Hard Anti-Affinity (Fault Domain Isolation)
apiVersion: apps/v1
kind: Deployment
metadata:
name: api-server
spec:
replicas: 6
selector:
matchLabels:
app: api-server
template:
metadata:
labels:
app: api-server
spec:
affinity:
podAntiAffinity:
# Hard: Place at most 1 replica per node (node failure isolation)
requiredDuringSchedulingIgnoredDuringExecution:
- labelSelector:
matchExpressions:
- key: app
operator: In
values:
- api-server
topologyKey: kubernetes.io/hostname
containers:
- name: api
image: api-server:v3.0
resources:
requests:
cpu: "1"
memory: 2Gi
When Hard Anti-Affinity is applied with kubernetes.io/hostname, some Pods will remain in Pending state if the number of replicas exceeds the number of nodes. For example, deploying 5 replicas across 3 nodes will leave 2 unschedulable.

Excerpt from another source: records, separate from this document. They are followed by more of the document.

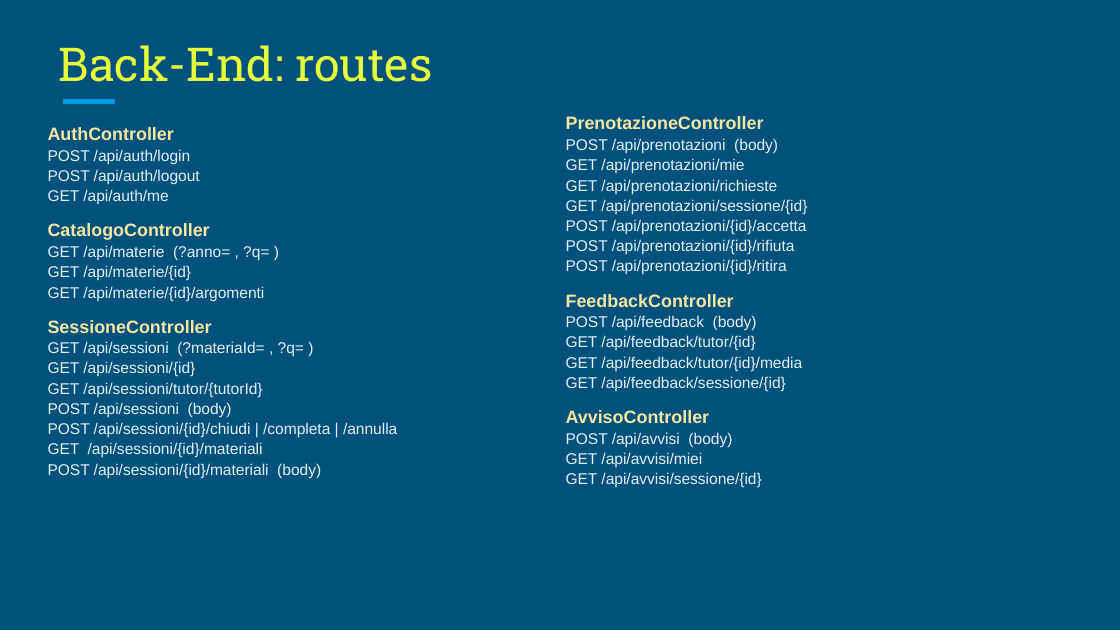
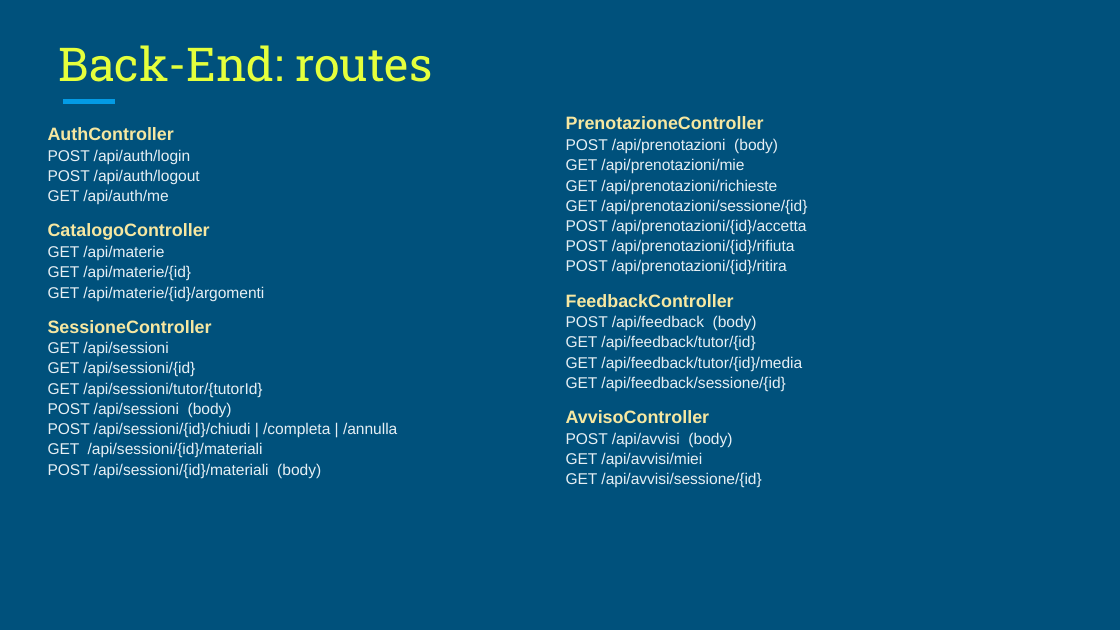
Before and after one commit to Saveeman/PeerStudent, a slide deck: slide 6 of Laboratorio/PeerStudent_Presentazione.pptx. Drawn at 1120x630 pixels with LibreOffice and Linux fonts; fonts in the diff are those of the drawing. Boxes give left, top, right and bottom in pixels: in the first picture for what was removed or moved away, otherwise in the second. Text is boxed around its words. In the diff, an @@ line names an element or a change of style, - is before the commit and + after.

```diff
--- a/Laboratorio/PeerStudent_Presentazione.pptx
+++ b/Laboratorio/PeerStudent_Presentazione.pptx
@@ text at [48, 245, 164, 260]: text changed @@
-GET /api/materie (?anno= , ?q= )
+GET /api/materie
@@ text at [48, 341, 168, 356]: text changed @@
-GET /api/sessioni (?materiaId= , ?q= )
+GET /api/sessioni
```
Also in this commit, not shown: 10 other files.

Use Soft Anti-Affinity in this case.
Soft Anti-Affinity (Recommended Pattern)
apiVersion: apps/v1
kind: Deployment
metadata:
name: worker
spec:
replicas: 10
selector:
matchLabels:
app: worker
template:
metadata:
labels:
app: worker
spec:
affinity:
podAntiAffinity:
# Soft: Spread across different nodes as much as possible (flexibility)
preferredDuringSchedulingIgnoredDuringExecution:
- weight: 100
podAffinityTerm:
labelSelector:
matchExpressions:
- key: app
operator: In
values:
- worker
topologyKey: kubernetes.io/hostname
containers:
- name: worker
image: worker:v2.1
resources:
requests:
cpu: "500m"
memory: 1Gi
Hard vs Soft Selection Criteria
| Scenario | Recommendation | Reason |
|---|---|---|
| Replica count <= node count | Hard | Exactly 1 per node is possible |
| Replica count > node count | Soft | Allow 2+ per node on some nodes |
| Mission-critical services | Hard (AZ level) | Complete fault domain isolation |
| General workloads | Soft | Scheduling flexibility |
| Fast scaling required | Soft | Prevent Pending state |
4.3 Affinity/Anti-Affinity vs Topology Spread Comparison
| Comparison | Pod Anti-Affinity | Topology Spread Constraints |
|---|---|---|
| Purpose | Separation between Pods | Even distribution of Pods |
| Granularity | Per-Pod control | Balance control across domains |
| Complexity | Low | Medium |
| Flexibility | Hard/Soft selection | Tolerance range via maxSkew |
| Primary Use | Separating same-app replicas | Overall balance across multiple apps |
| AZ Distribution | Possible | More sophisticated (minDomains) |
| Node Distribution | Possible | More sophisticated (maxSkew) |
| Recommended Combination | Topology Spread (AZ) + Anti-Affinity (Node) |
Topology Spread Constraints provide more sophisticated distribution control than Pod Anti-Affinity. For detailed information and YAML examples, refer to the EKS High Availability Architecture Guide.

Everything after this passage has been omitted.